The code can then be used as follows:

std::vector<int> v(512);
std::iota(std::begin(v), std::end(v), 0);

async_count_if{}(std::begin(v), std::end(v), 
/*    predicate */ [](auto x){ return x < 256; }, 
/* continuation */ [](auto res){ std::cout << res << std::endl; });

The problem in the code above is auto cleanup. Since auto will be deduced to a unique type for every instantiation of the cleanup lambda, and since cleanup capture cont by value... an infinitely big nested lambda type will be computed at compile-time due to the recursion, resulting in the following error:

fatal error: recursive template instantiation exceeded maximum depth of 1024

wandbox example

Conceptually, you can think of the type being built up roughly like this:

cont                                // user-provided continuation
cleanup0<cont>                      // recursive step 0
cleanup1<cleanup0<cont>>            // recursive step 1
cleanup2<cleanup1<cleanup0<cont>>>  // recursive step 2
// ...

(!): keep in mind that async_count_if is just an example, to show the "tree-like" recursive structure of my real situation. I am aware that an asynchronous count_if could be trivially implemented with a single atomic counter and sz / 64 tasks.

I would like to avoid the error, minimizing any possible run-time or memory overhead.

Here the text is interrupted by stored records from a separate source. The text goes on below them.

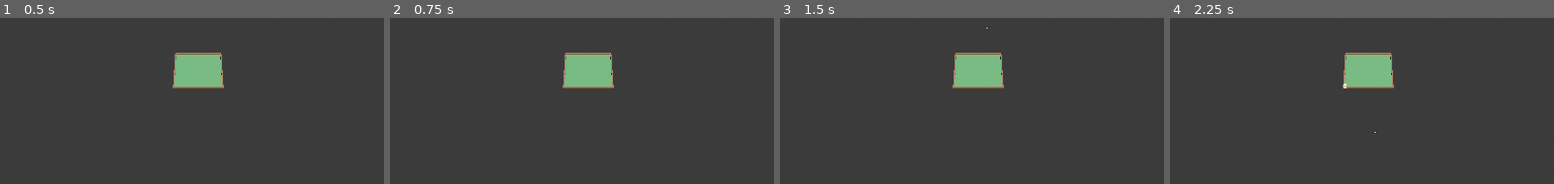
Above: before the commit, frames 1-4 (left to right).
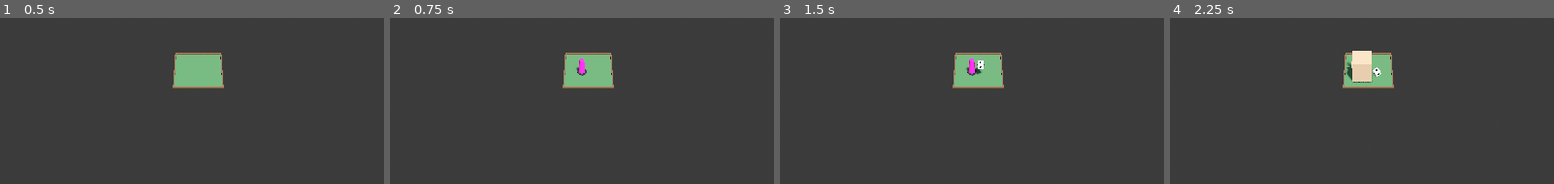
Above: after the commit, the same moments.

Repository: DutchMaxwell/Niemandsland
Game: Godot game, scene res://scenes/main.tscn
Two runs of this game, one before a commit and one after it. Both use one fixed random seed, a clock stepped at 60 frames per second and the inputs below.
Inputs:
- Up to frame 1 (0.5 s): no input
- Up to frame 2 (0.75 s): click "Add Miniature" at 0.5 s
- Up to frame 3 (1.5 s): click "Add D6 Dice" at 1.25 s
- Up to frame 4 (2.25 s): click "Add Terrain" at 2 s
The pictures show only the part of the screen within x 25-75%, y 50-99%; the shares and areas given below are measured in that part.

Frame 1 is identical in both runs. In frame 2, 0.2% of the frame differs, in the area x 45-52%, y 24-37%; in frame 3, 0.3%; in frame 4, 1.2%, in the area x 45-56%, y 19-70%.

Commit message:
Fix object spawning and collision issues
Problems fixed:
- Objects now spawn ON the table (correct coordinate conversion)
- Dice collision layer set correctly (won't fall through)
- All objects scaled up 10x for better visibility

Changes:
- main.gd: Fixed spawn position calculation (feet to meters)
- main.gd: Reduced dice drop height to 0.5m
- object_manager.gd: Scaled up miniatures (0.4 height, 0.12 radius)
- object_manager.gd: Scaled up dice (0.15 size)
- object_manager.gd: Scaled up terrain pieces
- object_manager.gd: Set collision_layer and collision_mask on all objects
- table.gd: Added collision_layer/mask and table group

Now objects should:
- Spawn visibly on the table surface
- Dice should land and stay on the table
- All objects are large enough to see and interact with

Diff:
--- a/scripts/main.gd
+++ b/scripts/main.gd
@@ -36,7 +36,7 @@
 
 func _on_spawn_dice() -> void:
 	var spawn_pos = _get_random_table_position()
-	spawn_pos.y = 2.0  # Drop from height
+	spawn_pos.y = 0.5  # Drop from reasonable height above table
 	object_manager.spawn_dice(spawn_pos)
 
 
@@ -65,7 +65,9 @@
 
 
 func _get_random_table_position() -> Vector3:
-	var table_size = table.table_size
-	var x = randf_range(-table_size.x / 2 + 0.3, table_size.x / 2 - 0.3)
-	var z = randf_range(-table_size.y / 2 + 0.3, table_size.y / 2 - 0.3)
-	return Vector3(x, 0.1, z)
+	# Table size is in feet, convert to meters for positioning
+	var size_meters = table.table_size * 0.3048  # FEET_TO_METERS
+	var margin = 0.15  # Stay away from edges
+	var x = randf_range(-size_meters.x / 2 + margin, size_meters.x / 2 - margin)
+	var z = randf_range(-size_meters.y / 2 + margin, size_meters.y / 2 - margin)
+	return Vector3(x, 0.05, z)  # Slightly above table surface
--- a/scripts/object_manager.gd
+++ b/scripts/object_manager.gd
@@ -16,8 +16,9 @@
 var _object_counter: int = 0
 
 # Preload resources (will be scenes in full version)
-const MINIATURE_HEIGHT: float = 0.05
-const MINIATURE_RADIUS: float = 0.015  # 25mm base = ~0.0125m radius, slightly larger for visibility
+# Using larger scale for visibility (1 unit ≈ 10cm for good visuals)
+const MINIATURE_HEIGHT: float = 0.4  # ~4cm visual height
+const MINIATURE_RADIUS: float = 0.12  # ~25mm base scaled up for visibility
 
 
 func _ready() -> void:
@@ -153,11 +154,11 @@
 	var base_mesh = CylinderMesh.new()
 	base_mesh.top_radius = MINIATURE_RADIUS
 	base_mesh.bottom_radius = MINIATURE_RADIUS
-	base_mesh.height = 0.005
+	base_mesh.height = 0.03  # Thicker base
 
 	var base_instance = MeshInstance3D.new()
 	base_instance.mesh = base_mesh
-	base_instance.position.y = 0.0025
+	base_instance.position.y = 0.015
 
 	var base_material = StandardMaterial3D.new()
 	base_material.albedo_color = Color(0.1, 0.1, 0.1)
@@ -166,13 +167,13 @@
 
 	# Create simple model (cylinder as placeholder)
 	var model_mesh = CylinderMesh.new()
-	model_mesh.top_radius = MINIATURE_RADIUS * 0.6
-	model_mesh.bottom_radius = MINIATURE_RADIUS * 0.8
+	model_mesh.top_radius = MINIATURE_RADIUS * 0.5
+	model_mesh.bottom_radius = MINIATURE_RADIUS * 0.7
 	model_mesh.height = MINIATURE_HEIGHT
 
 	var model_instance = MeshInstance3D.new()
 	model_instance.mesh = model_mesh
-	model_instance.position.y = MINIATURE_HEIGHT / 2 + 0.005
+	model_instance.position.y = MINIATURE_HEIGHT / 2 + 0.03  # Above base
 
 	var model_material = StandardMaterial3D.new()
 	model_material.albedo_color = Color(randf(), randf(), randf())  # Random color
@@ -187,10 +188,14 @@
 	var collision = CollisionShape3D.new()
 	var shape = CylinderShape3D.new()
 	shape.radius = MINIATURE_RADIUS
-	shape.height = MINIATURE_HEIGHT + 0.005
+	shape.height = MINIATURE_HEIGHT + 0.03  # Include base
 	collision.shape = shape
-	collision.position.y = (MINIATURE_HEIGHT + 0.005) / 2
+	collision.position.y = (MINIATURE_HEIGHT + 0.03) / 2
 	mini.add_child(collision)
+
+	# Set collision layers
+	mini.collision_layer = 1
+	mini.collision_mask = 1
 
 	# Add selection methods
 	mini.set_script(preload("res://scripts/selectable_object.gd"))
@@ -209,11 +214,13 @@
 	dice.name = "Dice_%d" % _object_counter
 	dice.add_to_group("selectable")
 	dice.add_to_group("dice")
-	dice.mass = 0.05
+	dice.mass = 0.5  # Heavier for better physics
+	dice.collision_layer = 1
+	dice.collision_mask = 1
 	dice.physics_material_override = _create_dice_physics_material()
 
 	# Create dice mesh (cube)
-	var dice_size = 0.016  # ~16mm dice
+	var dice_size = 0.15  # Scaled up for visibility
 	var dice_mesh = BoxMesh.new()
 	dice_mesh.size = Vector3(dice_size, dice_size, dice_size)
 
@@ -308,16 +315,16 @@
 	match terrain_type:
 		"rock":
 			mesh = _create_rock_mesh()
-			height = randf_range(0.03, 0.08)
+			height = 0.25
 		"building":
 			mesh = _create_building_mesh()
-			height = randf_range(0.05, 0.15)
+			height = 0.6
 		"tree":
 			mesh = _create_tree_mesh()
-			height = randf_range(0.08, 0.15)
+			height = 0.6
 		_:
 			mesh = BoxMesh.new()
-			height = 0.05
+			height = 0.3
 
 	var mesh_instance = MeshInstance3D.new()
 	mesh_instance.mesh = mesh
@@ -338,10 +345,18 @@
 	terrain.set_meta("model_material", material)
 	terrain.set_meta("original_color", material.albedo_color)
 
-	# Add collision
+	# Add collision based on terrain type
 	var collision = CollisionShape3D.new()
 	var shape = BoxShape3D.new()
-	shape.size = Vector3(0.05, height, 0.05)
+	match terrain_type:
+		"rock":
+			shape.size = Vector3(0.4, height, 0.35)
+		"building":
+			shape.size = Vector3(0.5, height, 0.5)
+		"tree":
+			shape.size = Vector3(0.3, height, 0.3)
+		_:
+			shape.size = Vector3(0.3, height, 0.3)
 	collision.shape = shape
 	collision.position.y = height / 2
 	terrain.add_child(collision)
@@ -356,21 +371,21 @@
 
 func _create_rock_mesh() -> Mesh:
 	var mesh = BoxMesh.new()
-	mesh.size = Vector3(0.06, 0.04, 0.05)
+	mesh.size = Vector3(0.4, 0.25, 0.35)  # Scaled up
 	return mesh
 
 
 func _create_building_mesh() -> Mesh:
 	var mesh = BoxMesh.new()
-	mesh.size = Vector3(0.08, 0.1, 0.08)
+	mesh.size = Vector3(0.5, 0.6, 0.5)  # Scaled up
 	return mesh
 
 
 func _create_tree_mesh() -> Mesh:
 	var mesh = CylinderMesh.new()
-	mesh.top_radius = 0.03
-	mesh.bottom_radius = 0.01
-	mesh.height = 0.1
+	mesh.top_radius = 0.2
+	mesh.bottom_radius = 0.08
+	mesh.height = 0.6  # Scaled up
 	return mesh
 
 
--- a/scripts/table.gd
+++ b/scripts/table.gd
@@ -17,8 +17,11 @@
 
 
 func _ready() -> void:
-	# Table will be setup from main.gd
-	pass
+	# Add to table group for raycasting
+	add_to_group("table")
+	# Ensure collision layer is set
+	collision_layer = 1
+	collision_mask = 1
 
 
 ## Setup table with given size in feet

One possible solution is using std::function<void(int)> cleanup, which allows the code to compile and run correctly, but produces sub-optimal assembly and introduces extra dynamic allocations. wandbox example
- Another possible solution is using a std::size_t template parameter + specialization to artificially limit async_count_if::operator()'s recursion depth - this unfortunately can bloat the binary size and is quite inelegant.

What bothers me is that I know the size of the range when I call async_count_if: it is std::distance(i_begin, i_end). If I know the size of the range, I can also deduce the number of required counters and continuations : (2^k - 1), where k is the depth of the recursion tree.

Therefore, I think that there should be a way of pre-computing a "control structure" in the first invocation of async_count_if and pass it down to the recursive calls by reference. This "control structure" could contain enough space for (2^k - 1) atomic counters and (2^k - 1) cleanup/continuation functions.

I unfortunately could not find a clean way to implement this, and decided to post a question here as it seems like this problem should be common while developing asynchronous parallel recursive algorithm.

What's an elegant way of dealing with this issue without introducing unnecessary overhead?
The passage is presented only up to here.